20 In fact, while there is not a substantial difference in the labour market behaviour of women in their mid 20s and 30s (born after the early 1960s and grew up and educated after the feminist movement in the 1970s), for those in their mid 30s and 40s, the participation rate has increased by 11%, and for those older than 45 by almost 20%.

21 A similar characterization of the welfare regimes has been followed by Bertola et al. (2001).

22 The multilevel method allows the researcher to state what portion of a dependent variable’s variance is attributable to state-level versus individual-level variation generated by both observable and unobservable factors. The option of using clustered robust standard errors on standard regressions with interactions to account for the intraclass correlation is a “weaker” form of correction than using a multilevel model. The multilevel model not only accounts for the intraclass correlation, but also corrects the denominator degrees of freedom for the number of clusters. Therefore, the advantage in using multilevel analysis techniques lies in inferential issues by providing more accurate standard errors. Technical details and inferential issues related to the application of the multilevel analysis techniques can be found in Hox (2010).

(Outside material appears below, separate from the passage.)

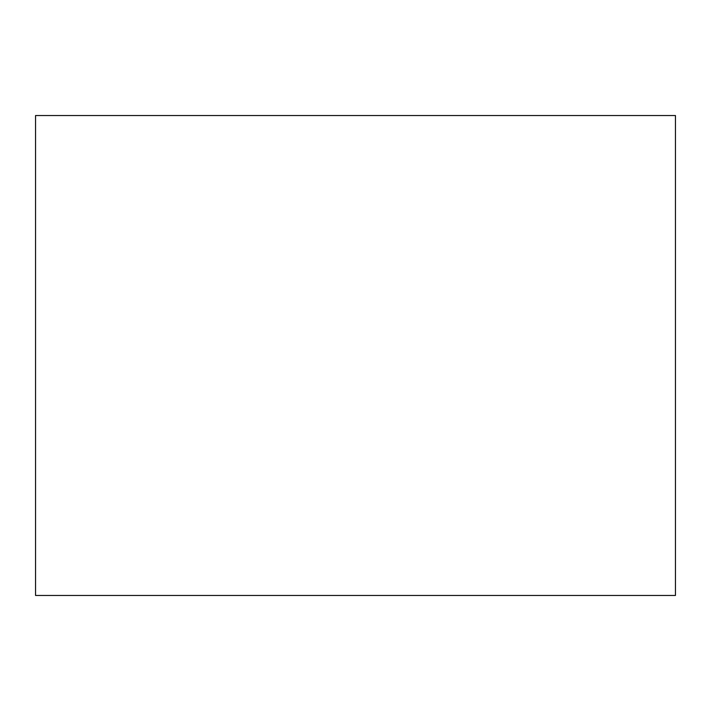 <?xml version="1.0" encoding="UTF-8"?>
<svg xmlns="http://www.w3.org/2000/svg" width="711" height="711" viewBox="0 0 711 711"><rect width="100%" height="100%" fill="white"/><g stroke="black" fill="none" stroke-linecap="round" stroke-linejoin="round"><path stroke-width="1.07" d="M35.55 595.462L675.45 595.462L675.45 115.538L35.55 115.538L35.55 595.462"/></g></svg>
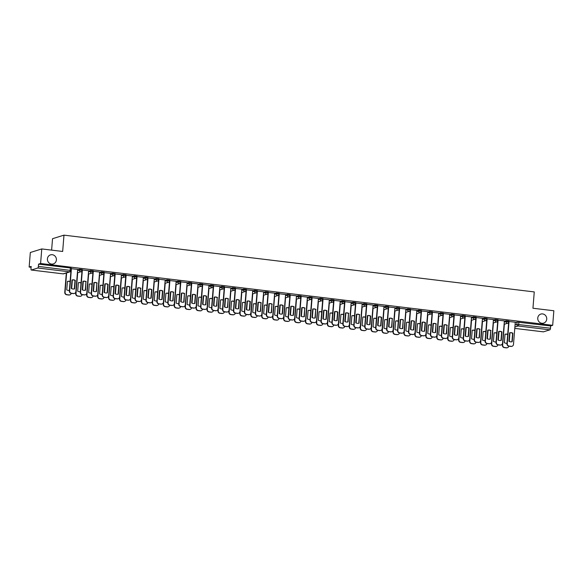 <?xml version="1.0" encoding="UTF-8"?>
<svg xmlns="http://www.w3.org/2000/svg" width="583" height="583" viewBox="0 0 583 583"><rect width="100%" height="100%" fill="white"/><g stroke="black" fill="none" stroke-linecap="round" stroke-linejoin="round"><path stroke-width="0.87" d="M56.391 259.938A4.737 4.482 -107.3 0 1 53.308 263.917A4.737 4.482 -107.3 0 1 47.412 258.852A4.737 4.482 -107.3 0 1 50.495 254.873A4.737 4.482 -107.3 0 1 56.391 259.938M546.73 319.141A4.737 4.482 -107.3 0 1 543.648 323.12A4.737 4.482 -107.3 0 1 537.759 318.056A4.737 4.482 -107.3 0 1 540.835 314.077A4.737 4.482 -107.3 0 1 546.73 319.141M82.225 269.601L79.419 269.259L79.354 270.06L82.232 270.352L82.298 269.55M93.163 270.92L90.358 270.578L90.292 271.387L93.171 271.671L93.236 270.869M104.102 272.239L101.296 271.904L101.231 272.706L104.109 272.99L104.175 272.188M115.04 273.558L112.235 273.223L112.176 274.025L115.048 274.316L115.113 273.507M125.986 274.877L123.181 274.542L123.115 275.344L125.994 275.635L126.059 274.833M136.925 276.204L134.119 275.861L134.054 276.67L136.932 276.954L136.998 276.153M147.863 277.523L145.058 277.187L144.992 277.989L147.871 278.273L147.936 277.472M158.802 278.842L155.996 278.506L155.931 279.308L158.809 279.6L158.875 278.791M169.74 280.161L166.942 279.825L166.876 280.627L169.755 280.919L169.813 280.117M180.686 281.487L177.881 281.144L177.815 281.953L180.694 282.238L180.759 281.436M191.625 282.806L188.819 282.471L188.754 283.272L191.632 283.557L191.698 282.755M202.563 284.125L199.758 283.79L199.692 284.591L202.571 284.883L202.636 284.074M213.502 285.444L210.696 285.109L210.638 285.91L213.509 286.202L213.575 285.4M224.448 286.77L221.642 286.428L221.576 287.237L224.455 287.521L224.521 286.719M235.386 288.089L232.581 287.754L232.515 288.556L235.394 288.84L235.459 288.038M246.325 289.408L243.519 289.073L243.454 289.875L246.332 290.166L246.398 289.357M257.263 290.728L254.458 290.392L254.392 291.194L257.271 291.485L257.336 290.684M268.202 292.054L265.403 291.711L265.338 292.52L268.216 292.804L268.275 292.003M279.148 293.373L276.342 293.03L276.276 293.839L279.155 294.124L279.221 293.322M290.086 294.692L287.281 294.357L287.215 295.158L290.094 295.45L290.159 294.641M301.025 296.011L298.219 295.676L298.153 296.477L301.032 296.769L301.098 295.967M311.963 297.337L309.158 296.995L309.099 297.804L311.971 298.088L312.036 297.286M322.909 298.656L320.103 298.314L320.038 299.123L322.916 299.407L322.982 298.605M333.848 299.975L331.042 299.64L330.976 300.442L333.855 300.733L333.921 299.924M344.786 301.294L341.981 300.959L341.915 301.761L344.793 302.052L344.859 301.251M355.725 302.621L352.919 302.278L352.853 303.087L355.732 303.371L355.798 302.57M366.663 303.94L363.865 303.597L363.799 304.406L366.678 304.69L366.736 303.889M377.609 305.259L374.803 304.924L374.738 305.725L377.616 306.017L377.682 305.208M388.548 306.578L385.742 306.243L385.676 307.044L388.555 307.336L388.621 306.527M399.486 307.904L396.68 307.562L396.615 308.371L399.493 308.655L399.559 307.853M410.425 309.223L407.619 308.881L407.561 309.69L410.432 309.974L410.498 309.172M421.371 310.542L418.565 310.207L418.499 311.009L421.378 311.3L421.443 310.491M432.309 311.861L429.503 311.526L429.438 312.328L432.316 312.619L432.382 311.81M443.248 313.188L440.442 312.845L440.376 313.654L443.255 313.938L443.32 313.137M454.186 314.507L451.38 314.164L451.315 314.973L454.193 315.257L454.259 314.456M465.125 315.826L462.326 315.49L462.261 316.292L465.139 316.584L465.198 315.775M476.071 317.145L473.265 316.809L473.199 317.611L476.078 317.903L476.143 317.094M487.009 318.471L484.203 318.129L484.138 318.937L487.016 319.222L487.082 318.42M497.948 319.79L495.142 319.448L495.076 320.256L497.955 320.541L498.02 319.739M508.886 321.109L506.08 320.774L506.022 321.576L508.893 321.867L508.959 321.058M41.765 248.941L62.665 251.462L63.977 235.146L534.261 291.923L532.949 308.239L553.85 310.761L552.677 325.321L40.591 263.501L41.765 248.941L30.323 252.497L29.15 267.058L31.103 267.298M51.617 250.129L52.536 238.702L63.977 235.146M29.15 267.058L31.176 266.431L30.994 268.697A1.479 0.445 -83.1 0 0 31.271 270.024A1.479 0.445 -83.1 0 0 31.336 270.016L37.808 268.005A1.479 0.445 -83.1 0 0 38.383 266.395L71.17 270.497L71.352 268.224L70.339 267.961L70.157 270.235A1.479 0.445 -83.1 0 1 69.581 271.838L37.808 268.005M40.591 263.501L38.565 264.128L38.383 266.395M515.241 322.647L517.026 322.093L516.844 324.359L550.469 328.222A1.479 0.445 96.9 0 1 549.893 329.832L543.414 331.844A1.479 0.445 96.9 0 1 543.356 331.851A1.479 0.445 96.9 0 1 543.298 331.829M550.469 328.222L550.651 325.955L552.677 325.321M515.277 322.246L508.93 321.495M498.093 320.14L496.308 342.323A2.223 2.099 72.7 0 0 498.239 344.772L500.272 345.019A2.223 2.099 72.7 0 0 502.553 343.081L504.397 320.905L497.984 320.169M487.155 318.821L485.369 341.004A2.223 2.099 72.7 0 0 487.301 343.453L489.334 343.7A2.223 2.099 72.7 0 0 491.615 341.755L493.451 319.586L487.045 318.85M482.454 318.282L476.107 317.531M471.516 316.963L465.168 316.212M454.332 314.856L452.546 337.04A2.223 2.099 72.7 0 0 454.478 339.488L456.511 339.736A2.223 2.099 72.7 0 0 458.792 337.797L460.636 315.622L454.223 314.886M443.393 313.537L441.608 335.721A2.223 2.099 72.7 0 0 443.539 338.169L445.572 338.417A2.223 2.099 72.7 0 0 447.853 336.471L449.69 314.303L443.284 313.567M438.693 312.998L432.346 312.248M427.754 311.679L421.407 310.928M410.57 309.573L408.792 331.756A2.223 2.099 72.7 0 0 410.716 334.205L412.749 334.453A2.223 2.099 72.7 0 0 415.03 332.514L416.874 310.338L410.468 309.602M399.632 308.254L397.846 330.437A2.223 2.099 72.7 0 0 399.778 332.886L401.811 333.133A2.223 2.099 72.7 0 0 404.092 331.188L405.936 309.019L399.523 308.283M394.931 307.715L388.584 306.964M383.993 306.396L377.646 305.645M366.816 304.29L365.031 326.473A2.223 2.099 72.7 0 0 366.955 328.921L368.988 329.169A2.223 2.099 72.7 0 0 371.269 327.231L373.113 305.055L366.707 304.319M355.87 302.971L354.085 325.154A2.223 2.099 72.7 0 0 356.016 327.602L358.049 327.85A2.223 2.099 72.7 0 0 360.33 325.904L362.174 303.736L355.761 303M351.17 302.431L344.823 301.681M340.232 301.112L333.884 300.362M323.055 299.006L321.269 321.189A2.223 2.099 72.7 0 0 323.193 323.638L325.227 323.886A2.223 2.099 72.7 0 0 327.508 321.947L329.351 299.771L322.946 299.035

23 Principal-Component Analysis (PCA) aims to convert a set of possibly correlated variables into a lower dimensional set of linearly uncorrelated variables called principal components. These relevant factors are then rotated using the varimax method to maximize the procedure’s efficiency (Kline (2004)).

24 The macro factor INST captures (1) the extent of Active and Passive Labour Market Programs (LMPs) and (2) the extent of employment protection legislation (EPL). Though LMPs can be more properly referred to as labour market policies, in the macro literature, LMPs are often considered as labour market “institutional factors” (see among the others Blanchard and Wolfers 2000; Gomez-Salvador et al. 2004; Nickell et al. 2005; Boeri et al. 2012). Hence, for the sake of brevity, we denominate the overall macro factor which encompasses both aspects of the labour market as INST.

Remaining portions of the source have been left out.